Are you actually insinuating that a well reasoned articulated argument is incapable of changing minds? Are you suggesting that a healthy debate is unwelcome? Perhaps your attempt to shut down the discussion is also missing the point of a FORUM.


----------



## T2SHOOTER (Feb 26, 2014)

Harping in forum won't change the rule. If I wanted to shoot, I'd dress the code. Since I don't.... The idea that one shows up and takes his/her chances or doesn't know the rule is rude. I would prefer board shorts, sandals and tank top, yet I'm not searching for support and won't. I support Beastmaster write up and will say while this thread demonstrates the "Do what I want regardless of rules" from a few, most will follow the rules and play the game.


----------



## b0w_bender (Apr 30, 2006)

T2SHOOTER said:


> Harping in forum won't change the rule.


Agreed


T2SHOOTER said:


> If I wanted to shoot, I'd dress the code.
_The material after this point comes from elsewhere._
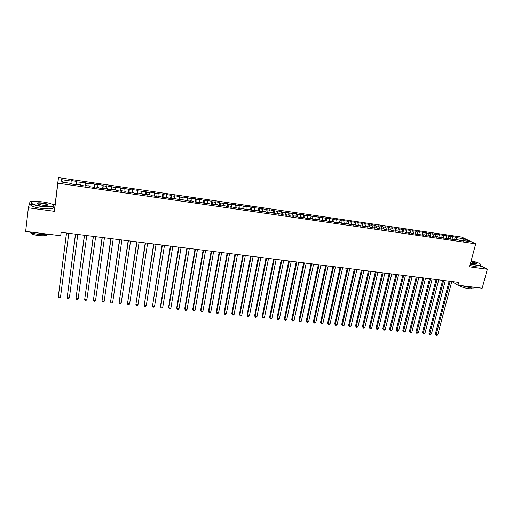 <?xml version="1.0" encoding="UTF-8"?>
<svg xmlns="http://www.w3.org/2000/svg" width="513" height="513" viewBox="0 0 513 513"><rect width="100%" height="100%" fill="white"/><g stroke="black" fill="none" stroke-linecap="round" stroke-linejoin="round"><path stroke-width="0.77" d="M33.018 201.641L30.145 201.25L28.369 207.81L54.397 211.298L55.09 204.655L52.089 204.245M55.09 204.655L58.444 177.633L461.706 237.096L475.692 243.848L57.886 183.173L58.444 177.633M462.54 240.52L463.579 238.705L456.519 237.673L455.223 237.038L451.363 236.467L452.646 237.102L450.055 236.724L448.779 236.089L444.899 235.518L446.163 236.153L442.302 235.134L438.391 234.563L439.635 235.191L431.843 233.601L433.075 234.229L425.258 232.633L426.47 233.261L422.616 232.242L418.634 231.658L419.82 232.28L417.152 231.889L415.972 231.267L411.965 230.677L413.132 231.299L410.451 230.908L409.284 230.279L405.257 229.689L406.405 230.311L398.505 228.695L399.633 229.317L396.915 228.92L395.792 228.298L391.714 227.695L392.823 228.317L390.085 227.919L388.982 227.297L384.872 226.695L385.968 227.31L383.211 226.906L382.127 226.291L377.998 225.682L379.069 226.297L376.292 225.893L375.234 225.278L371.072 224.662L372.124 225.278L369.334 224.867L368.289 224.252L364.108 223.636L365.134 224.252L362.325 223.841L361.306 223.226L357.099 222.61L358.106 223.219L355.278 222.809L354.278 222.193L350.039 221.571L351.027 222.18L348.186 221.763L347.205 221.154L342.94 220.526L343.902 221.135L341.042 220.718L340.087 220.109L335.797 219.474L336.733 220.083L333.854 219.66L332.924 219.051L328.602 218.416L329.519 219.025L321.362 217.352L322.26 217.961L314.078 216.281L314.95 216.884L312.013 216.454L311.154 215.851L306.748 215.204L307.595 215.806L304.639 215.37L303.799 214.774L299.368 214.12L300.195 214.716L297.219 214.28L296.405 213.684L291.942 213.03L292.737 213.626L284.465 211.927L285.234 212.523L282.221 212.081L281.457 211.484L276.937 210.824L277.687 211.414L269.357 209.708L270.082 210.298L261.733 208.586L262.432 209.176L259.36 208.72L258.667 208.137L251.633 207.585L250.972 207.002L246.33 206.322L246.977 206.906L238.545 205.174L239.167 205.758L230.715 204.027L231.305 204.604L228.15 204.142L227.567 203.565L220.218 202.975L219.66 202.398L214.889 201.699L215.428 202.269L212.228 201.801L211.702 201.231L206.899 200.525L207.406 201.096L198.852 199.339L199.333 199.91L196.088 199.435L195.62 198.864L190.753 198.146L191.202 198.717L182.596 196.947L183.019 197.511L179.723 197.03L179.313 196.466L174.382 195.742L174.773 196.306L171.457 195.819L171.079 195.254L166.109 194.523L166.475 195.087L163.134 194.594L162.788 194.036L154.753 193.363L154.439 192.811L149.398 192.067L149.7 192.619L146.314 192.125L146.025 191.573L137.817 190.874L137.561 190.329L132.45 189.579L132.687 190.124L123.889 188.316L124.095 188.861L120.638 188.354L120.446 187.809L115.265 187.053L115.438 187.591L106.582 185.77L106.723 186.309L103.216 185.796L103.094 185.257L97.842 184.488L97.945 185.02L94.411 184.507L94.321 183.968L89.031 183.192L89.102 183.725L85.549 183.205L85.491 182.673L76.617 181.891L76.597 181.365L71.23 180.576L70.974 183.391M463.579 238.705L469.369 241.514L462.226 240.475L461.803 240.873M63.08 182.237L61.284 179.64L61.105 181.948L71.224 183.43L71.224 183.975L76.726 184.776L76.706 184.225L80.349 184.757L80.387 185.308L85.851 186.104L85.793 185.552L89.409 186.078L89.48 186.636L94.905 187.425L94.815 186.867L98.406 187.392L98.509 187.95L103.902 188.733L103.767 188.175L107.332 188.694L107.48 189.259L112.828 190.034L112.661 189.47L116.201 189.99L116.374 190.554L121.684 191.323L121.485 190.759L124.999 191.272L125.21 191.843L130.482 192.606L130.251 192.042L133.739 192.548L133.983 193.119L139.222 193.882L138.952 193.305L142.415 193.811L142.697 194.389L147.891 195.145L147.59 194.568L151.034 195.068L151.341 195.645L156.503 196.396L156.17 195.819L165.051 197.646L164.686 197.063L168.078 197.556L168.456 198.14L173.541 198.877L173.144 198.294L181.974 200.108L181.544 199.525L190.342 201.327L189.887 200.737L193.202 201.224L193.677 201.814L198.659 202.539L198.165 201.949L206.912 203.744L206.393 203.148L215.107 204.937L214.562 204.341L217.813 204.815L218.371 205.412L223.251 206.123L222.674 205.521L225.9 205.995L226.489 206.592L231.331 207.297L230.728 206.701L239.366 208.47L238.731 207.868L247.337 209.631L246.676 209.022L255.256 210.785L254.57 210.176L263.124 211.933L262.406 211.318L265.529 211.773L266.253 212.388L270.935 213.068L270.191 212.453L273.294 212.908L274.045 213.523L278.694 214.197L277.924 213.581L281.009 214.03L281.784 214.652L286.401 215.319L285.606 214.703L288.665 215.152L289.473 215.768L294.058 216.435L293.237 215.819L296.277 216.262L297.11 216.884L301.663 217.544L300.817 216.922L303.837 217.365L304.696 217.987L309.224 218.647L308.351 218.025L311.346 218.461L312.231 219.083L316.726 219.737L315.828 219.115L324.178 220.827L323.261 220.199L331.584 221.905L330.641 221.276L333.578 221.706L334.534 222.334L338.946 222.975L337.977 222.347L340.895 222.77L341.87 223.405L346.249 224.04L345.262 223.405L348.16 223.828L349.161 224.463L353.515 225.098L352.502 224.463L355.381 224.886L356.407 225.521L360.729 226.15L359.69 225.515L367.892 227.195L366.833 226.554L369.681 226.97L370.745 227.612L375.016 228.227L373.932 227.592L376.76 228.003L377.85 228.644L382.089 229.26L380.986 228.618L383.795 229.029L384.904 229.67L389.117 230.286L387.995 229.644L390.784 230.048L391.919 230.69L396.1 231.305L394.959 230.658L397.729 231.062L398.883 231.709L403.045 232.312L401.878 231.671L404.635 232.068L405.809 232.716L409.938 233.319L408.752 232.671L411.49 233.069L412.683 233.716L416.793 234.319L415.581 233.665L419.519 234.717L423.597 235.307L422.372 234.659L425.078 235.05L426.309 235.704L430.362 236.294L429.118 235.64L431.805 236.031L433.062 236.685L437.089 237.275L435.826 236.621L443.771 238.244L442.488 237.59L446.432 238.635L450.408 239.212L449.106 238.558L453.056 239.597L457.006 240.174L455.685 239.52L458.308 239.898L459.635 240.559L463.566 241.129L462.226 240.475M61.284 179.64L71.224 181.102M451.934 281.522L457.949 285.202L458.699 282.368L61.143 232.351L60.707 235.768L25.65 231.408L28.369 207.81M76.617 181.891L76.322 184.718M80.195 182.416L79.964 184.699M85.549 183.205L85.273 186.02M89.102 183.725L88.884 186.001M76.706 184.225L76.617 184.763M94.411 184.507L94.161 187.316M97.945 185.02L97.746 187.296M85.793 185.552L85.697 186.084M103.216 185.796L102.985 188.604M106.723 186.309L106.544 188.579M94.815 186.867L94.706 187.392M111.962 187.078L111.751 189.881M115.438 187.591L115.278 189.855M103.767 188.175L103.652 188.701M120.638 188.354L120.452 191.144M124.095 188.861L123.947 191.118M112.661 189.47L112.533 189.996M129.257 189.618L129.09 192.407M132.687 190.124L132.559 192.375M121.485 190.759L121.35 191.278M137.817 190.874L137.67 193.651M141.222 191.375L141.107 193.625M130.251 192.042L130.11 192.555M146.314 192.125L146.186 194.895M149.7 192.619L149.604 194.863M138.952 193.305L138.799 193.818M154.753 193.363L154.644 196.126M158.113 193.856L158.036 196.094M147.59 194.568L147.43 195.075M163.134 194.594L163.044 197.351M166.475 195.087L166.404 197.313M156.17 195.819L156.003 196.325M171.457 195.819L171.387 198.569M174.773 196.306L174.721 198.525M164.686 197.063L164.513 197.563M179.723 197.03L179.672 199.775M183.019 197.511L182.981 199.73M173.144 198.294L172.964 198.794M187.938 198.236L187.899 200.974M191.202 198.717L191.182 200.929M181.544 199.525L181.352 200.019M196.088 199.435L196.075 202.16M199.333 199.91L199.326 202.116M189.887 200.737L189.688 201.231M204.187 200.621L204.187 203.347M207.406 201.096L207.419 203.295M198.165 201.949L197.96 202.436M212.228 201.801L212.247 204.52M215.428 202.269L215.454 204.469M206.393 203.148L206.175 203.635M220.218 202.975L220.257 205.687M223.399 203.443L223.431 205.636M214.562 204.341L214.338 204.822M228.15 204.142L228.208 206.842M231.305 204.604L231.357 206.79M222.674 205.521L222.443 206.002M236.031 205.296L236.102 207.996M239.167 205.758L239.231 207.938M230.728 206.701L230.491 207.175M243.861 206.444L243.951 209.137M246.977 206.906L247.054 209.08M238.731 207.868L238.481 208.342M251.633 207.585L251.742 210.272M254.73 208.041L254.82 210.215M246.676 209.022L246.426 209.496M259.36 208.72L259.482 211.401M262.432 209.176L262.541 211.337M254.57 210.176L254.307 210.644M267.029 209.849L267.17 212.517M270.082 210.298L269.921 212.921M262.406 211.318L262.143 211.786M274.654 210.965L274.808 213.632M277.687 211.414L277.828 213.748M282.221 212.081L282.394 214.735M285.234 212.523L285.408 215.03M277.924 213.581L277.648 214.049M289.742 213.184L289.935 215.838M292.737 213.626L292.936 216.274M285.606 214.703L285.324 215.165M297.219 214.28L297.418 216.928M300.195 214.716L300.4 217.358M293.237 215.819L292.949 216.274M304.639 215.37L304.857 218.012M307.595 215.806L307.819 218.442M300.817 216.922L300.522 217.377M312.013 216.454L312.25 219.089M314.95 216.884L315.194 219.513M308.351 218.025L308.044 218.474M319.342 217.531L319.586 220.083M322.26 217.961L322.517 220.584M315.828 219.115L315.521 219.564M326.621 218.596L326.871 221.071M329.519 219.025L329.788 221.642M323.261 220.199L322.94 220.648M333.854 219.66L334.11 222.052M336.733 220.083L337.022 222.693M330.641 221.276L330.321 221.719M341.042 220.718L341.299 223.033M343.902 221.135L344.204 223.739M337.977 222.347L337.644 222.789M348.186 221.763L348.449 224.014M351.027 222.18L351.334 224.784M345.262 223.405L344.928 223.848M355.278 222.809L355.547 224.989M358.106 223.219L358.427 225.816M352.502 224.463L352.155 224.899M362.325 223.841L362.601 225.957M365.134 224.252L365.474 226.842M359.69 225.515L359.344 225.944M369.334 224.867L369.616 226.958M372.124 225.278L372.476 227.862M366.833 226.554L366.481 226.99M376.292 225.893L376.587 227.977M379.069 226.297L379.434 228.875M373.932 227.592L373.579 228.022M383.211 226.906L383.512 228.99M385.968 227.31L386.347 229.882M380.986 228.618L380.627 229.048M390.085 227.919L390.399 229.991M392.823 228.317L393.215 230.882M387.995 229.644L387.629 230.068M396.915 228.92L397.235 230.991M399.633 229.317L400.037 231.876M394.959 230.658L394.587 231.081M403.705 229.914L404.039 231.985M406.405 230.311L406.822 232.864M401.878 231.671L401.499 232.088M410.451 230.908L410.791 232.966M413.132 231.299L413.561 233.845M408.752 232.671L408.367 233.088M417.152 231.889L417.505 233.947M419.82 232.28L420.262 234.819M415.581 233.665L415.197 234.082M423.815 232.87L424.174 234.922M426.47 233.261L426.919 235.794M422.372 234.659L421.981 235.069M430.433 233.838L430.811 235.89M433.075 234.229L433.536 236.756M429.118 235.64L428.721 236.057M437.018 234.807L437.397 236.852M439.635 235.191L440.116 237.711M435.826 236.621L435.422 237.032M443.559 235.768L443.95 237.808M446.163 236.153L446.65 238.667M442.488 237.59L442.078 238M450.055 236.724L450.459 238.757M452.646 237.102L453.146 239.609M449.106 238.558L448.695 238.962M456.519 237.673L456.929 239.699M455.685 239.52L455.268 239.924M475.692 243.848L469.542 266.863L487.35 269.248L480.482 265.606M487.35 269.248L482.162 288.216L457.949 285.202M54.397 211.298L57.886 183.173M455.223 237.038L454.505 239.808M448.779 236.089L448.067 238.872M442.302 235.134L441.584 237.929M435.781 234.178L435.069 236.98M429.214 233.21L428.509 236.025M422.616 232.242L421.91 235.063M415.972 231.267L415.306 233.966M409.284 230.279L408.688 232.742M402.558 229.292L401.98 231.684M395.792 228.298L395.222 230.696M388.982 227.297L388.412 229.702M382.127 226.291L381.563 228.702M375.234 225.278L374.67 227.701M368.289 224.252L367.731 226.688M361.306 223.226L360.754 225.669M354.278 222.193L353.733 224.643M347.205 221.154L346.66 223.61M340.087 220.109L339.548 222.571M332.924 219.051L332.386 221.526M325.717 217.993L325.178 220.481M318.458 216.928L317.925 219.423M311.154 215.851L310.628 218.352M303.799 214.774L303.279 217.281M296.405 213.684L295.886 216.204M288.954 212.587L288.441 215.12M281.457 211.484L280.951 214.024M273.91 210.375L273.397 212.991M266.318 209.259L265.785 211.991M258.667 208.137L258.122 210.99M250.972 207.002L250.402 209.997M243.22 205.867L242.649 208.945M235.422 204.719L234.851 207.81M227.567 203.565L227.002 206.668M219.66 202.398L219.102 205.521M211.702 201.231L211.151 204.36M203.687 200.051L203.142 203.193M195.62 198.864L195.081 202.019M187.495 197.672L186.963 200.833M179.313 196.466L178.793 199.647M171.079 195.254L170.56 198.448M162.788 194.036L162.275 197.242M154.439 192.811L153.932 196.024M146.025 191.573L145.532 194.799M137.561 190.329L137.074 193.568M129.032 189.073L128.551 192.324M120.446 187.809L119.978 191.08M111.802 186.54L111.334 189.816M103.094 185.257L102.638 188.553M94.321 183.968L93.873 187.277M85.491 182.673L85.049 185.988M76.597 181.365L76.161 184.693M449.144 281.169L435.351 333.905L436.204 334.579L450.157 281.297M437.807 334.739L436.839 335.367L436.197 335.303L436.204 334.579L437.807 334.739L451.78 281.502M436.197 335.303L435.351 333.905M442.642 280.348L428.926 333.264L429.766 333.931L443.642 280.476M431.375 334.091L429.766 334.662L429.766 333.931L431.375 334.091L445.271 280.682M429.766 334.662L428.926 333.264M436.095 279.527L422.455 332.616L423.283 333.283L437.082 279.649M424.905 333.444L423.943 334.085L423.296 334.021L423.283 333.283L424.905 333.444L438.724 279.854M423.296 334.021L422.455 332.616M470.383 263.708L476.487 264.971C480.617 265.439 481.784 265.041 479.988 263.785C478.078 262.714 475.141 261.713 471.165 260.777M480.848 264.573C481.463 265.445 480.027 265.67 476.545 265.247L470.318 263.958M470.966 261.515C474.083 262.226 475.872 262.906 476.346 263.56L474.153 263.727L470.588 262.951M476.058 263.785L470.902 261.758M474.961 287.318C474.871 288.005 473.371 288.178 470.459 287.851L461.309 285.619M471.845 287.985C472.255 288.704 471.216 288.928 468.715 288.659C464.066 287.896 460.821 286.805 458.988 285.395L458.93 285.324M480.367 266.048C481.123 266.978 479.713 267.228 476.128 266.805L469.902 265.516M42.778 201.936C35.179 201.07 31.306 201.385 31.165 202.879C32.3 204.193 35.904 205.315 41.976 206.232C51.871 207.149 55.231 206.482 52.05 204.225C49.908 203.276 46.818 202.513 42.778 201.936M53.474 205.238C54.314 207.002 50.466 207.438 41.931 206.547C36.776 205.796 33.255 204.828 31.376 203.642L30.857 203.11L31.261 202.269M42.579 202.988C45.593 203.443 47.382 204.001 47.953 204.655C47.908 205.399 45.984 205.553 42.181 205.136L37.526 203.988C35.942 202.847 37.629 202.513 42.579 202.988M47.645 205.117L47.408 204.642L42.541 203.295C39.046 202.898 37.199 203.026 37.007 203.693M48.69 234.274C46.298 234.813 42.932 234.839 38.603 234.338C34.281 233.761 31.043 232.921 28.901 231.812M47.016 234.556C46.645 235.736 43.804 236.07 38.501 235.557C34.82 235.057 32.319 234.332 30.992 233.383L30.62 232.569M52.999 206.912C54.436 208.849 50.665 209.362 41.707 208.464C36.545 207.714 33.031 206.745 31.152 205.546C30.318 204.918 30.376 204.411 31.331 204.027M47.382 204.879L47.863 204.995M429.516 278.7L415.953 331.962L416.768 332.629L430.484 278.822M418.396 332.796L416.78 333.373L416.768 332.629L418.396 332.796L432.138 279.027M416.78 333.373L415.953 331.962M422.885 277.866L409.406 331.308L410.208 331.975L423.847 277.988M411.849 332.142L410.233 332.719L410.208 331.975L411.849 332.142L425.508 278.193M410.233 332.719L409.406 331.308M416.223 277.026L402.82 330.648L403.609 331.315L417.165 277.142M405.264 331.481L404.302 332.129L403.641 332.058L403.609 331.315L405.264 331.481L418.839 277.353M403.641 332.058L402.82 330.648M409.515 276.18L396.196 329.981L396.966 330.654L410.445 276.302M398.633 330.814L397.678 331.469L397.011 331.398L396.966 330.654L398.633 330.814L412.125 276.513M397.011 331.398L396.196 329.981M402.763 275.334L389.527 329.314L390.29 329.981L403.68 275.449M391.964 330.148L391.009 330.802L390.342 330.731L390.29 329.981L391.964 330.148L405.373 275.661M390.342 330.731L389.527 329.314M395.972 274.481L382.82 328.641L383.564 329.308L396.876 274.59M385.25 329.481L384.301 330.135L383.628 330.064L383.564 329.308L385.25 329.481L398.582 274.808M383.628 330.064L382.82 328.641M389.136 273.621L376.074 327.961L376.805 328.634L390.021 273.73M378.498 328.801L377.549 329.461L376.875 329.391L376.805 328.634L378.498 328.801L391.74 273.948M376.875 329.391L376.074 327.961M382.262 272.756L369.283 327.281L370.001 327.954L383.128 272.865M371.707 328.121L370.758 328.782L370.078 328.711L370.001 327.954L371.707 328.121L384.859 273.083M370.078 328.711L369.283 327.281M375.343 271.884L362.447 326.595L363.153 327.268L376.196 271.993M364.865 327.441L363.922 328.102L363.236 328.031L363.153 327.268L364.865 327.441L377.934 272.211M363.236 328.031L362.447 326.595M368.372 271.005L355.573 325.902L356.259 326.576L369.213 271.114M357.991 326.749L357.048 327.416L356.355 327.345L356.259 326.576L357.991 326.749L370.963 271.332M356.355 327.345L355.573 325.902M361.364 270.127L348.654 325.21L349.327 325.883L362.191 270.229M351.065 326.056L349.436 326.659L349.327 325.883L351.065 326.056L363.948 270.447M349.436 326.659L348.654 325.21M354.31 269.235L341.69 324.511L342.351 325.184L355.118 269.338M344.101 325.364L342.466 325.96L342.351 325.184L344.101 325.364L356.888 269.562M342.466 325.96L341.69 324.511M347.211 268.344L334.688 323.812L335.335 324.485L348 268.44M337.092 324.658L336.162 325.332L335.457 325.261L335.335 324.485L337.092 324.658L349.789 268.665M335.457 325.261L334.688 323.812M340.068 267.446L327.64 323.1L328.269 323.78L340.844 267.542M330.039 323.953L329.109 324.633L328.403 324.562L328.269 323.78L330.039 323.953L342.639 267.767M328.403 324.562L327.64 323.1M332.879 266.542L320.542 322.388L321.157 323.068L333.636 266.632M322.94 323.248L321.298 323.85L321.157 323.068L322.94 323.248L335.438 266.863M321.298 323.85L320.542 322.388M325.64 265.631L313.405 321.677L314.001 322.35L326.377 265.721M315.796 322.53L314.155 323.139L314.001 322.35L315.796 322.53L328.198 265.952M314.155 323.139L313.405 321.677M318.355 264.714L306.223 320.952L306.806 321.632L319.08 264.804M308.608 321.811L306.966 322.421L306.806 321.632L308.608 321.811L320.907 265.035M306.966 322.421L306.223 320.952M311.025 263.791L298.989 320.227L299.554 320.907L311.731 263.881M301.375 321.087L300.458 321.773L299.727 321.702L299.554 320.907L301.375 321.087L313.571 264.112M299.727 321.702L298.989 320.227M303.645 262.861L291.711 319.496L292.263 320.176L304.331 262.951M294.09 320.362L293.179 321.048L292.448 320.971L292.263 320.176L294.09 320.362L306.184 263.182M292.448 320.971L291.711 319.496M296.213 261.925L284.388 318.765L284.92 319.445L296.886 262.008M286.761 319.625L285.85 320.317L285.119 320.247L284.92 319.445L286.761 319.625L298.752 262.246M285.119 320.247L284.388 318.765M288.736 260.989L277.02 318.028L277.533 318.701L289.39 261.066M279.386 318.887L278.482 319.58L277.738 319.509L277.533 318.701L279.386 318.887L291.269 261.303M277.738 319.509L277.02 318.028M281.214 260.04L269.601 317.284L270.101 317.957L281.849 260.117M271.961 318.143L271.056 318.842L270.313 318.765L270.101 317.957L271.961 318.143L283.74 260.354M270.313 318.765L269.601 317.284M273.634 259.084L262.137 316.534L262.618 317.214L274.25 259.161M264.49 317.4L263.592 318.098L262.842 318.022L262.618 317.214L264.49 317.4L276.154 259.405M262.842 318.022L262.137 316.534M266.01 258.129L254.621 315.777L255.083 316.457L266.606 258.199M256.975 316.643L256.077 317.348L255.32 317.271L255.083 316.457L256.975 316.643L268.523 258.443M255.32 317.271L254.621 315.777M258.334 257.16L247.054 315.02L247.503 315.7L258.911 257.231M249.401 315.886L248.51 316.592L247.747 316.521L247.503 315.7L249.401 315.886L260.841 257.475M247.747 316.521L247.054 315.02M250.607 256.186L239.443 314.257L239.872 314.937L251.165 256.256M241.783 315.123L240.892 315.835L240.129 315.758L239.872 314.937L241.783 315.123L253.101 256.5M240.129 315.758L239.443 314.257M242.822 255.211L231.78 313.488L232.19 314.168L243.361 255.275M234.114 314.36L233.229 315.072L232.46 314.995L232.19 314.168L234.114 314.36L245.317 255.525M232.46 314.995L231.78 313.488M234.992 254.224L224.066 312.712L224.457 313.392L235.512 254.288M226.393 313.584L225.508 314.302L224.739 314.225L224.457 313.392L226.393 313.584L237.481 254.538M224.739 314.225L224.066 312.712M227.105 253.23L216.3 311.936L216.672 312.616L227.605 253.294M218.621 312.808L217.743 313.526L216.961 313.449L216.672 312.616L218.621 312.808L229.587 253.544M216.961 313.449L216.3 311.936M219.166 252.236L208.483 311.147L208.836 311.827L219.647 252.293M210.798 312.026L209.926 312.744L209.137 312.667L208.836 311.827L210.798 312.026L221.642 252.543M209.137 312.667L208.483 311.147M211.176 251.229L200.609 310.359L200.949 311.038L211.632 251.287M202.924 311.237L202.051 311.962L201.263 311.885L200.949 311.038L202.924 311.237L213.639 251.537M201.263 311.885L200.609 310.359M203.129 250.216L192.689 309.563L193.003 310.25L203.565 250.267M194.998 310.448L194.126 311.173L193.33 311.096L193.003 310.25L194.998 310.448L205.585 250.524M193.33 311.096L192.689 309.563M195.023 249.196L184.712 308.768L185.013 309.448L195.44 249.247M187.014 309.647L186.155 310.378L185.353 310.294L185.013 309.448L187.014 309.647L197.473 249.504M185.353 310.294L184.712 308.768M186.867 248.17L176.69 307.96L176.966 308.64L187.258 248.215M178.979 308.845L178.12 309.576L177.312 309.493L176.966 308.64L178.979 308.845L189.31 248.478M178.652 247.138L168.604 307.152L168.86 307.832L179.024 247.183M170.893 308.037L170.034 308.768L169.226 308.691L168.86 307.832L170.893 308.037L181.089 247.439M170.38 246.093L160.466 306.332L160.704 307.018L170.733 246.137M162.749 307.216L161.896 307.96L161.082 307.877L160.704 307.018L162.749 307.216L172.81 246.4M162.057 245.047L152.489 306.19L162.377 245.086M154.548 306.402L153.701 307.14L152.88 307.063L152.489 306.19L154.548 306.402L164.474 245.349M153.669 243.989L144.217 305.363L153.971 244.028M146.295 305.575L145.448 306.319L144.621 306.235L144.217 305.363L146.295 305.575L156.08 244.297M145.224 242.931L135.894 304.536L145.5 242.963M137.978 304.741L137.144 305.491L136.311 305.408L135.894 304.536L137.978 304.741L147.622 243.233M136.721 241.86L127.506 303.696L136.971 241.892M129.609 303.901L128.776 304.658L127.936 304.575L127.506 303.696L129.609 303.901L139.113 242.162M128.154 240.783L119.067 302.85L128.385 240.809M121.183 303.061L120.356 303.818L119.51 303.734L119.067 302.85L121.183 303.061L130.539 241.084M119.529 239.699L110.564 301.997L119.734 239.725M112.7 302.215L111.872 302.971L111.02 302.888L110.564 301.997L112.7 302.215L121.902 239.994M110.846 238.603L102.01 301.144L111.026 238.628M104.152 301.355L103.337 302.119L102.478 302.035L102.01 301.144L104.152 301.355L113.206 238.904M102.1 237.506L93.392 300.278L102.254 237.525M95.546 300.496L94.738 301.266L93.873 301.176L93.392 300.278L95.546 300.496L104.453 237.801M93.289 236.397L84.709 299.412L93.417 236.41M86.883 299.63L86.075 300.4L85.209 300.31L84.709 299.412L86.883 299.63L95.636 236.692M84.414 235.281L75.969 298.54L84.517 235.294M78.162 298.758L77.354 299.528L76.482 299.445L75.969 298.54L78.162 298.758L86.748 235.57M75.475 234.152L67.165 297.655L75.558 234.165M69.37 297.88L68.575 298.656L67.69 298.566L67.165 297.655L69.37 297.88L77.803 234.447M66.478 233.024L58.302 296.771L66.53 233.03M60.521 296.995L59.732 297.771L58.841 297.687L58.302 296.771L60.521 296.995L68.793 233.312M31.069 232.729L30.992 233.383M47.408 204.642L47.343 205.213M31.152 205.546L31.376 203.642"/></g></svg>

Since I don't.... The idea that one shows up and takes his/her chances or doesn't know the rule is rude.


Agreed


T2SHOOTER said:


> I support Beastmaster write up and will say while this thread demonstrates the "Do what I want regardless of rules" from a few, most will follow the rules and play the game.


Despite Beastmasters attempt to conflate what I was saying "with ignore all rules", I don't think I or anyone else is advocating "do what ever you want regardless of the rules"


----------



## b0w_bender (Apr 30, 2006)

Limbwalker, How much further do we need to go to get to the shoe strings thread? (my fingers are getting tired)


----------



## limbwalker (Sep 26, 2003)

b0w_bender said:


> Limbwalker, How much further do we need to go to get to the shoe strings thread? (my fingers are getting tired)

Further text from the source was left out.